A surjective flat (equals faithfully flat) map with smooth fibres is in fact a smooth morphism, and hence induces a submersion on the underlying manifolds obtained by passing
to complex points. Since the fibres are projective, it is furthermore proper (in the sense of algebraic geometry) [see the note added at the end; this is not a logical deduction from the given condition on the fibres, but nevertheless seems to be a reasonable reinterpretation of that condition], and hence proper (in the sense of topology). A theorem
of Ehresmann states that any proper submersion of smooth manifolds is a fibre bundle.
In particular, it is a fibration in the sense of homotopy theory, and the fibres are
diffeomorphic (thus also homeomorphic, homotopic, ... ).
Note: Your specific question is really about smooth morphisms (these are flat morphisms
with smooth fibres, although there are other definitions too, which are equivalent
under mild hypotheses on the schemes involved, and in particular, are equivalent for maps
of varieties over a field). One point about the notion of flat map is that it allows one
to consider cases in which the fibres over certain points degenerate, but still vary continuously (in some sense). It may well be a special feature of algebraic geometry
(and closely related theories such as complex analytic geometry) that one can have such a reasonable notion, a feature related to the fact that one can
work in a reasonable manner with singular spaces in algebraic geometry, because the singularities are so mild compared to what can occur in (say) differential topology.
[Added: I should add that I took a slight liberty with the question, in that I interpreted the condition that the fibres are projective stronger than is literally justified, in so far as I replaced it with the condition that the map is proper. As is implicit in Chris Schommer-Pries's comment below, we can find non-proper smooth surjections whose fibres are projective varieties: e.g. if, as in his example, we consider the covering of $\mathbb P^1$ by two copies of $\mathbb A^1$ in the usual way, then the fibres consists of either one or two points (one point for $0$ and the point at $\infty$, two points for all the others), and any finite set of points is certainly a projective variety.
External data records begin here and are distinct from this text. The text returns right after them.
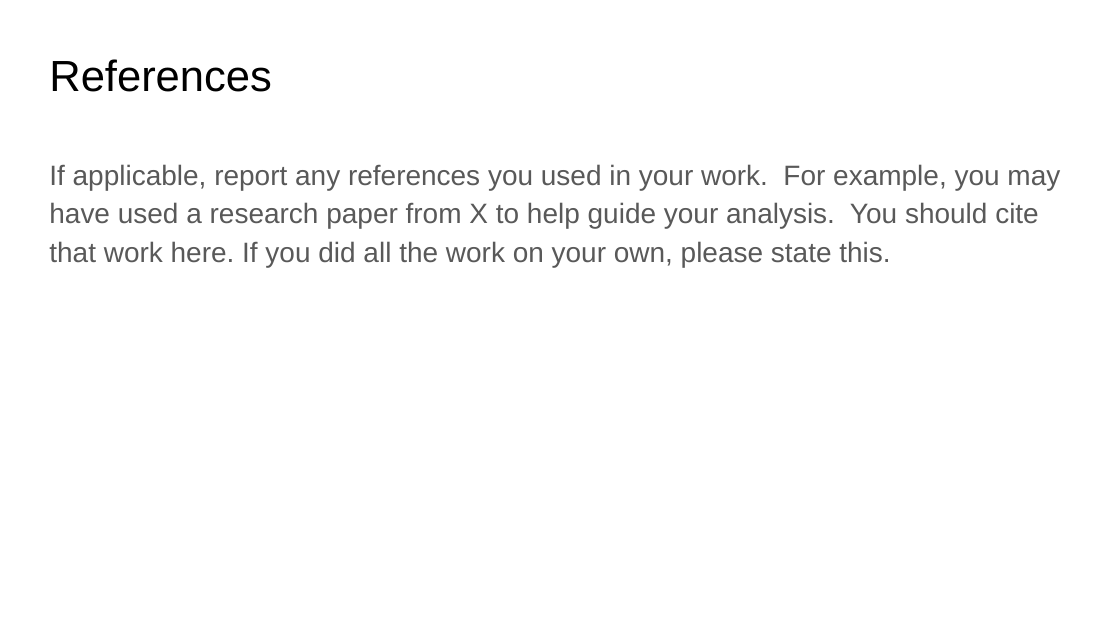
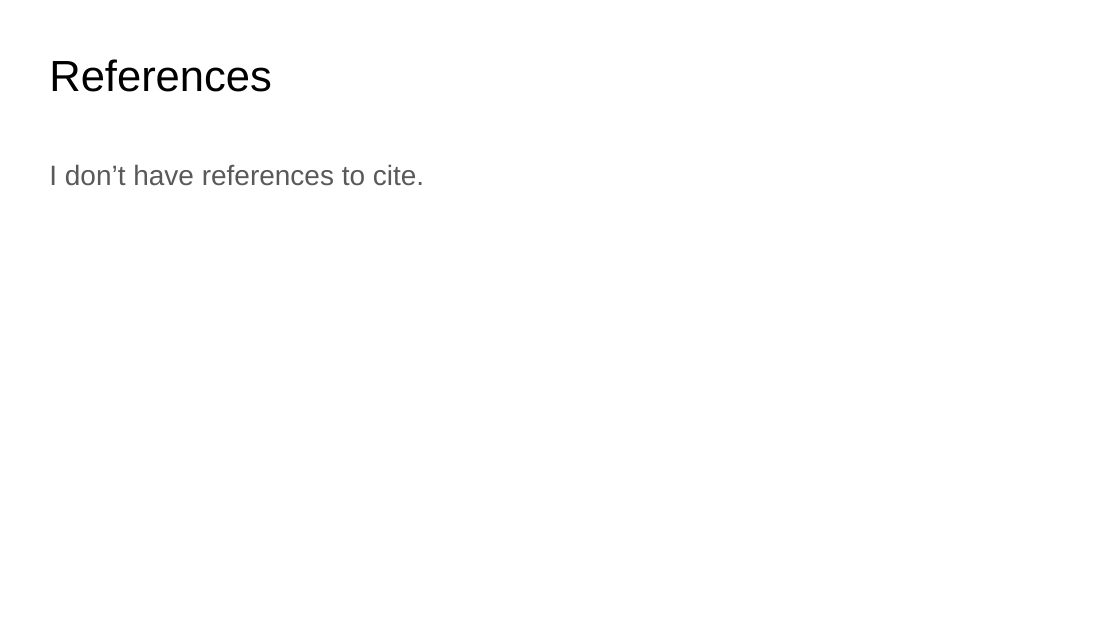
Before and after one commit to marianambc/PythonExercises, a slide deck: slide 18 of DSE_200X_FinalProject_Mariana.pptx (slide 19 before the commit). Drawn at 1120x630 pixels with LibreOffice and Linux fonts; fonts in the diff are those of the drawing. Boxes give left, top, right and bottom in pixels: in the first picture for what was removed or moved away, otherwise in the second. Text is boxed around its words. In the diff, an @@ line names an element or a change of style, - is before the commit and + after.

```diff
--- a/DSE_200X_FinalProject_Mariana.pptx
+++ b/DSE_200X_FinalProject_Mariana.pptx
@@ text at box(49, 164, 424, 186): text changed @@
-If applicable, report any references you used in your work. For example, you may have used a research paper from X to help guide your analysis. You should cite that work here. If you did all the work on your own, please state this.
+I don’t have references to cite.
```
Also in this commit, not shown: 3 other slides changed, 3 slides added, 4 slides removed, 17 other files.
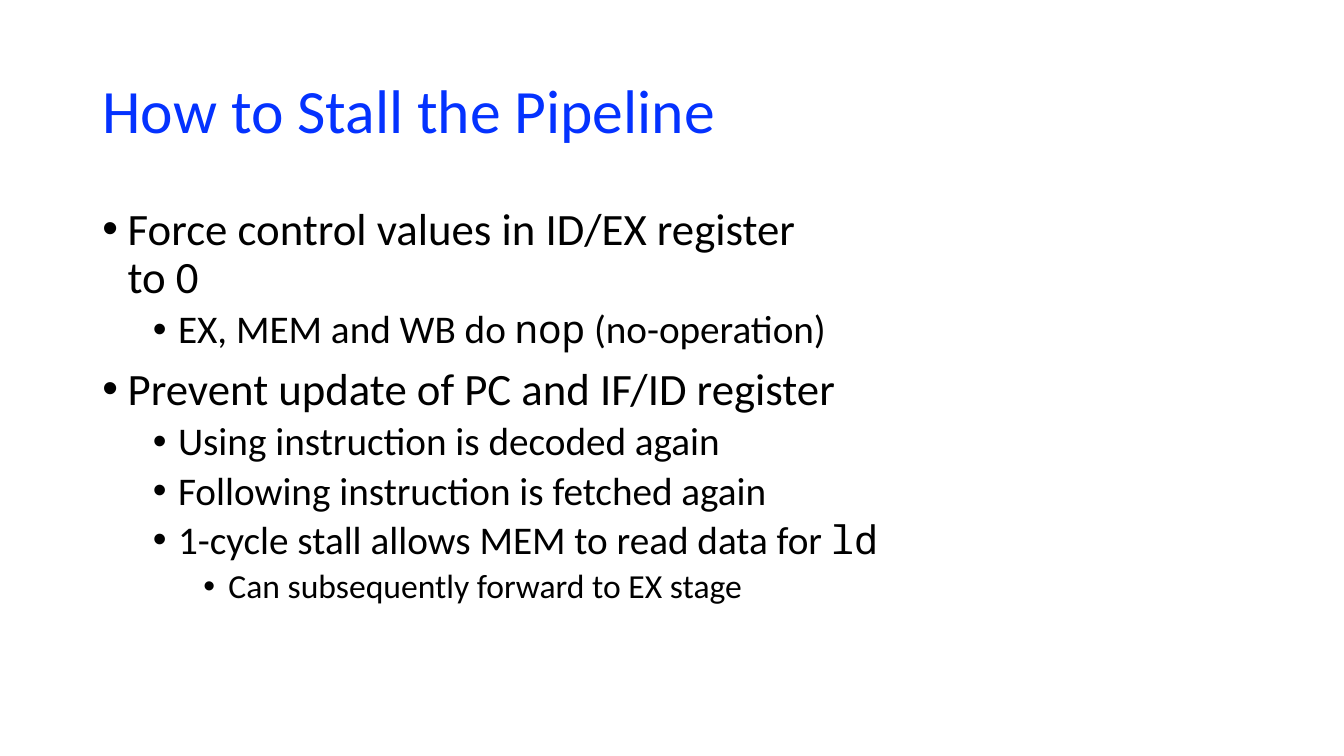
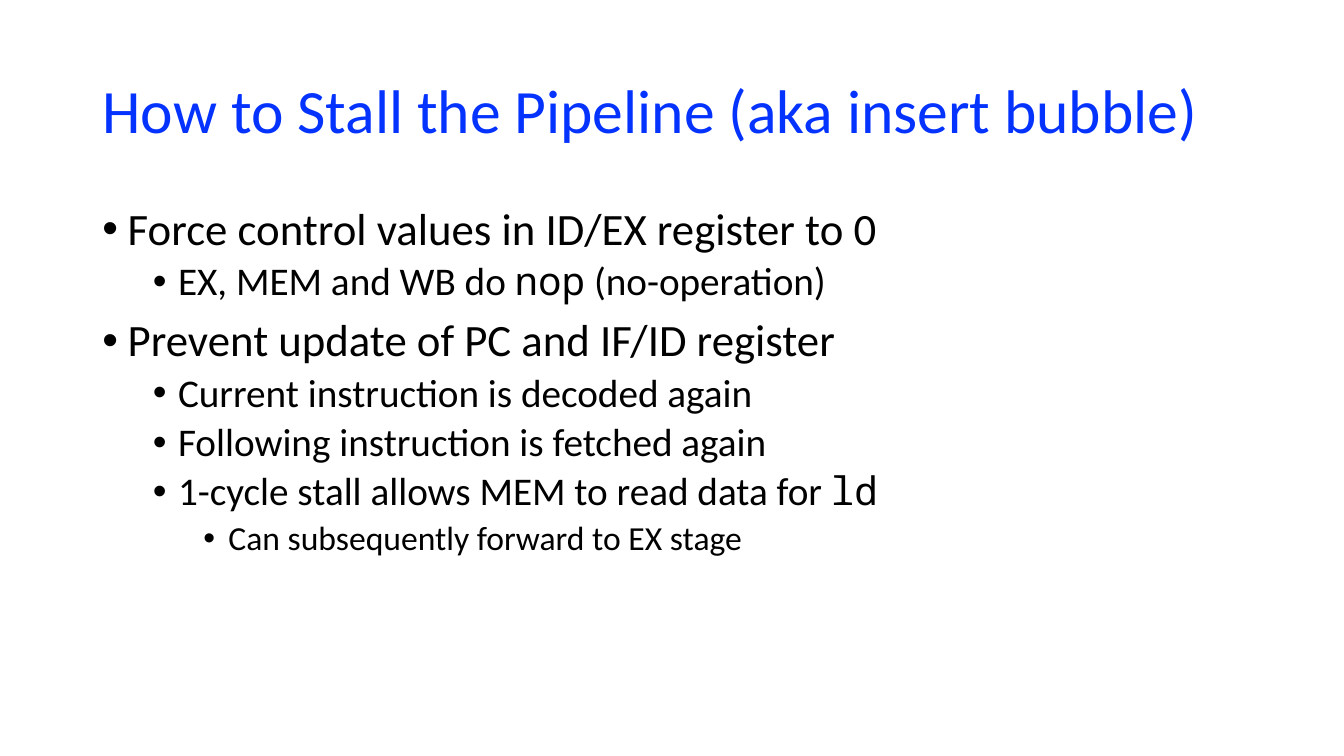
Before and after one commit to NYU-CSO/nyu-cso.github.io, a slide deck: slide 14 of notes/arch-cpu-pipeline.pptx (slide 37 before the commit). Drawn at 1344x756 pixels with LibreOffice and Linux fonts; fonts in the diff are those of the drawing. Boxes give left, top, right and bottom in pixels: in the first picture for what was removed or moved away, otherwise in the second. Text is boxed around its words. In the diff, an @@ line names an element or a change of style, - is before the commit and + after.

```diff
--- a/notes/arch-cpu-pipeline.pptx
+++ b/notes/arch-cpu-pipeline.pptx
@@ title at [102,88,1197,143]: text changed @@
-How to Stall the Pipeline
+How to Stall the Pipeline (aka insert bubble)
@@ text at [178,379,752,414]: text changed @@
-  • Using instruction is decoded again
+  • Current instruction is decoded again
```
Also in this commit, not shown: 10 other slides changed, 16 slides added, 24 slides removed, 3 other files.
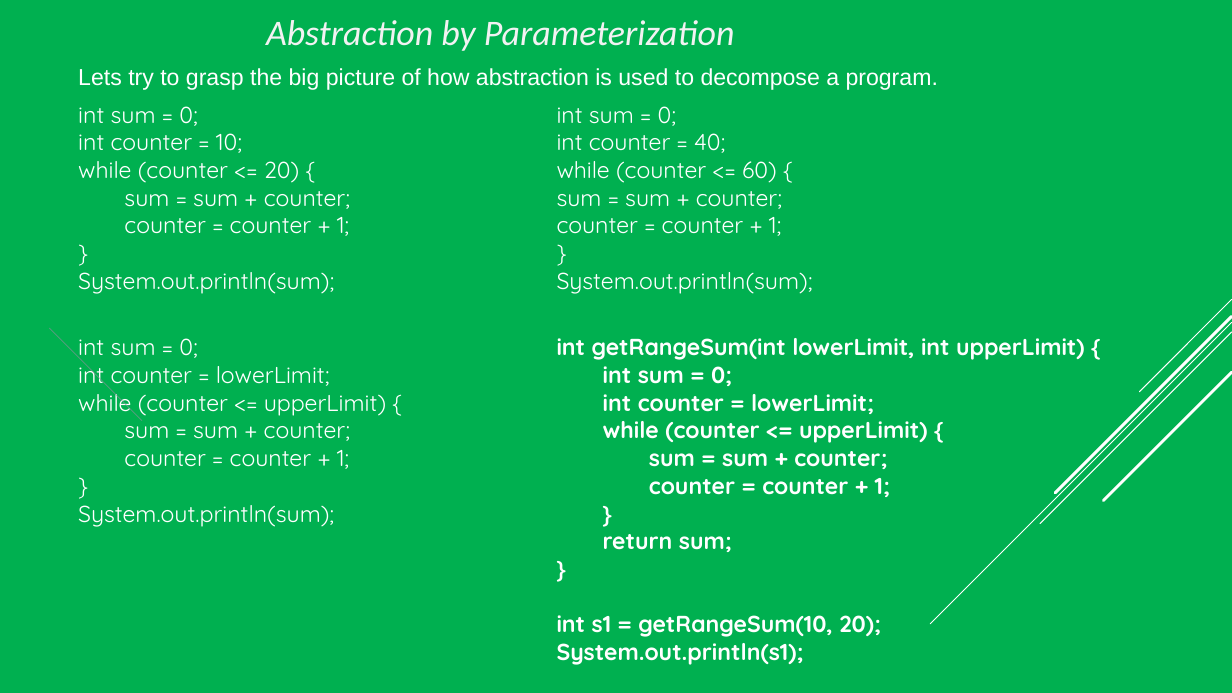
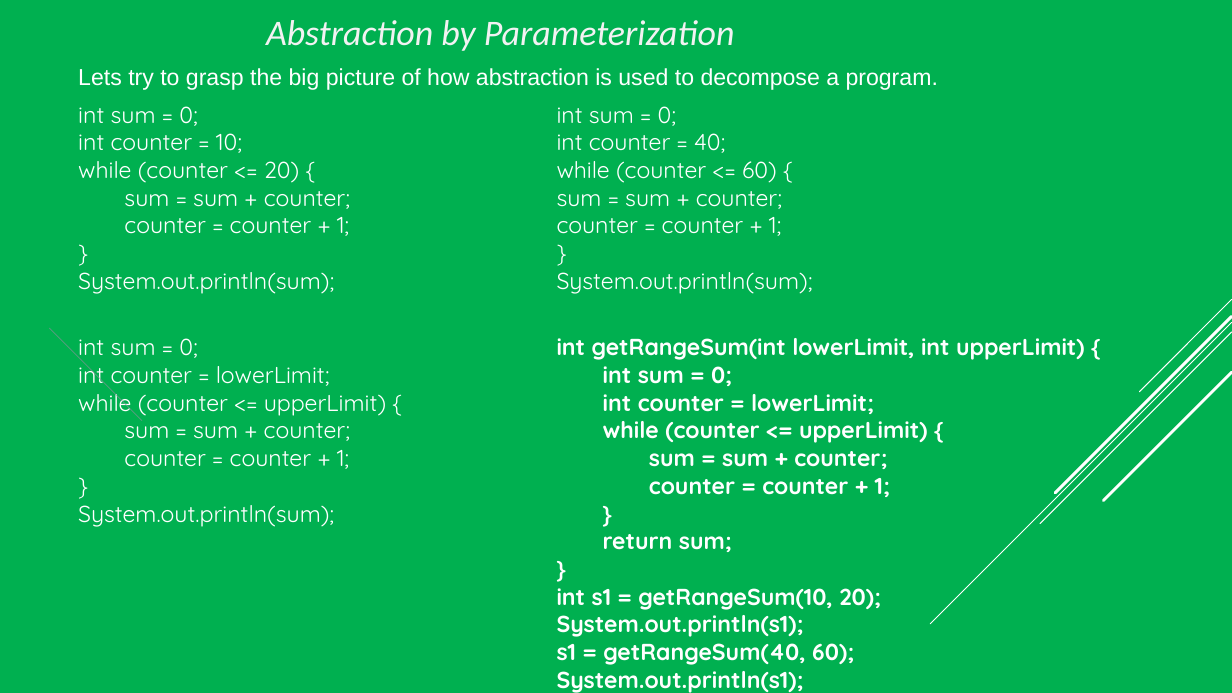
Before and after one commit to VeerababuK/Core-Java, a slide deck: slide 37 of Core java.pptx. Drawn at 1232x693 pixels with LibreOffice and Linux fonts; fonts in the diff are those of the drawing. Boxes give left, top, right and bottom in pixels: in the first picture for what was removed or moved away, otherwise in the second. Text is boxed around its words. In the diff, an @@ line names an element or a change of style, - is before the commit and + after.

```diff
--- a/Core java.pptx
+++ b/Core java.pptx
@@ text at (557,636,854,693): paragraphs added @@
+s1 = getRangeSum(40, 60);
+System.out.println(s1);
```
Also in this commit, not shown: 7 other slides changed, 17 other files.
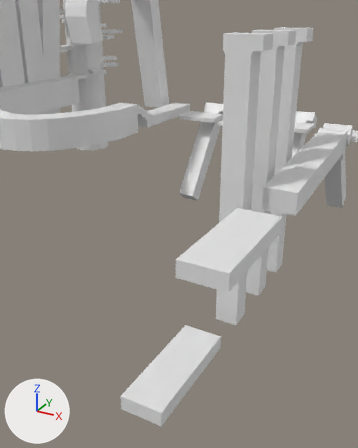
The Blender file Assets/Art/Enviroment/Lvels/01/Level01_1.blend as it was, and as the next commit left it.
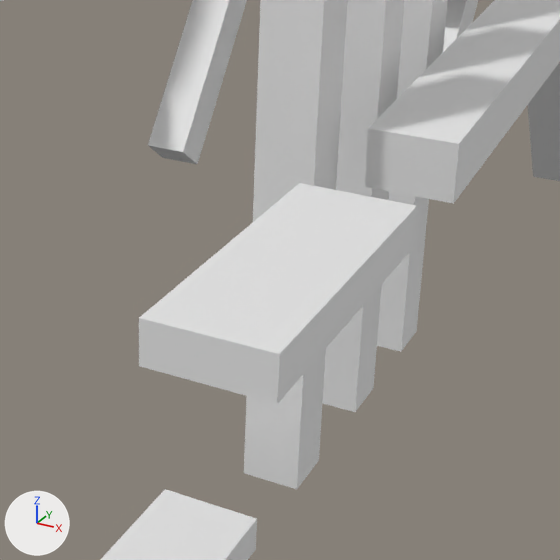
There are two pictures of each version: one from a camera (50 mm lens) standing at (42.9, -53.3, 18.5) and looking at (30.4, -30.5, 7.1), one close up on the part from 34% to 94% of the width and 31% to 79% of the height. Lighting does not change. The marker at lower left points along +X, +Y and +Z.

The older version as bpy lines, for what is in view:
```python
me_cube_003 = bpy.data.meshes.new('Cube.003')
me_cube_003.from_pydata(...)  # a box spanning x -1.0..1.0, y -1.0..1.0, z -1.0..1.0
me_cube_021 = bpy.data.meshes.new('Cube.021')
me_cube_021.from_pydata(...)  # 32 vertices, 30 faces; spans x -1.18..1.87, y -1.0..1.0, z -1.0..1.24
me_cube_057 = bpy.data.meshes.new('Cube.057')
me_cube_057.from_pydata(...)  # a box spanning x -1.0..1.0, y -1.0..0.86, z -1.0..1.0
ob_cube_013 = bpy.data.objects.new('Cube.013', me_cube_021)
ob_cube_013.location = (31.71, 6.09, 0.16)
ob_cube_013.rotation_euler = (0.622, 0.0, 0.0)  # degrees (36, 0, 0)
ob_cube_013.scale = (1.0, 1.0, 5.88)
ob_cube_048 = bpy.data.objects.new('Cube.048', me_cube_057)
ob_cube_048.location = (32.12, -26.11, 4.5)
ob_cube_048.scale = (1.69, 4.94, 0.612)
ob_cube_053 = bpy.data.objects.new('Cube.053', me_cube_003)
ob_cube_053.location = (27.57, -26.11, -7.68)
ob_cube_053.scale = (1.69, 4.94, 0.612)
# also in view: 'Cube.049' at (28.9, -11.7, 4.6); 'Cube.051' at (28.9, -6.4, 4.6); 'Cube.047' at (31.9, -7.5, 4.7); 'Cube.014' at (26.5, 5.2, 0.7); 'Cube.050' at (28.9, -17.4, 4.6)
```
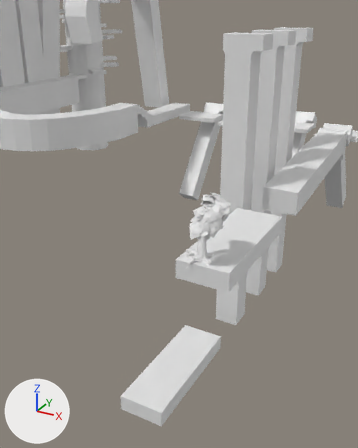
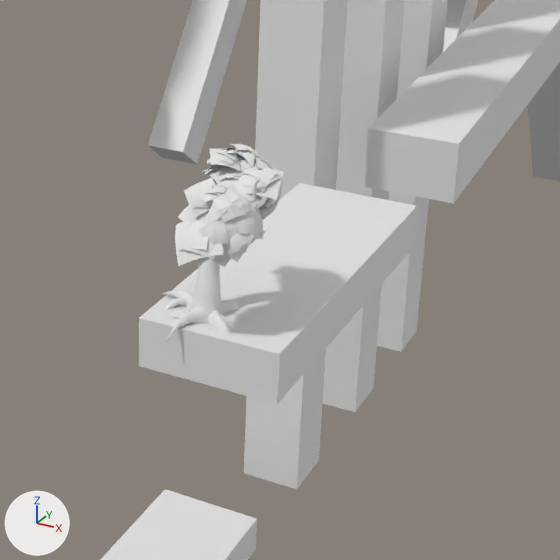
What the commit changed:
Material 'Hedge Alpha' (mat_hedge_alpha) is new.
Its base color is (0.8, 0.8, 0.8) (white #e7e7e7).
Its roughness is 1.0.
Its specular ior level is 0.0.
Material 'Bark Plain' (mat_bark_plain) is new.
Its base color is (0.8, 0.8, 0.8) (white #e7e7e7).
Its specular ior level is 0.0.
Material 'Bark' (mat_bark) is new.
Its base color is (0.8, 0.8, 0.8) (white #e7e7e7).
Its specular ior level is 0.0.
Mesh me_plane_001 is new.
It has 1354 vertices, 856 faces and spans x -3.7..4.68, y -3.75..3.24, z -6.43..1.94.
It uses material mat_hedge_alpha (its picture is missing).
Mesh me_cylinder_150 is new.
It has 9696 vertices, 9066 faces and spans x -4.6..5.1, y -5.6..4.1, z -2.2..15.0.
Faces by material slot: [7394, 1672].
It uses material mat_bark_plain (its picture is missing).
It uses material mat_bark (its picture is missing).
Object 'Plane.005' (ob_plane_005) is new; it shows me_plane_001.
Its location is (32.32, -30.5, 7.98).
Its rotation in degrees is (-25, 35, -15).
Its scale is (0.225, 0.225, 0.225).
Object 'Plane.069' (ob_plane_069) is new; it shows a copy of me_plane_001.
Its location is (31.64, -28.97, 8.29).
Its rotation in degrees is (-55, 16, 49).
Its scale is (0.225, 0.225, 0.225).
Object 'Cylinder.040' (ob_cylinder_040) is new; it shows me_cylinder_150.
Its location is (31.65, -30.23, 5.05).
Its rotation in degrees is (5.3, 3.4, 118).
Its scale is (0.235, 0.235, 0.235).

What differs and where, as boxes [x1, y1, x2, y2] in the close-ups (560 x 560 px):
'Plane.005', added: after [175, 178, 263, 267]
'Cylinder.040', added: after [162, 177, 282, 342]
    faces in mat_bark_plain (its picture is missing): [162, 177, 282, 342]
'Plane.069', added: after [203, 144, 284, 200]

Nevertheless, my interpretation of the question seems to have been helpful; hopefully, with the addition of this remark, it is not too misleading.]
OK, let me venture to give a definition. Say that a morphism $f:X\to Y$, of varieties over
a field, is an algebraic fibration if there exists a factorization
$X\to \overline{X}\to Y$, such that that the first map is an open immersion, and the
second map is proper and there exists a partition into Zariski locally closed strata $\overline{X}=\coprod\overline{X}_i$, such that restrictions
$\overline{X}_i\to Y$ are smooth and proper. $X$ should be a union of strata.
Perhaps, one should also insist that this is Whitney stratification.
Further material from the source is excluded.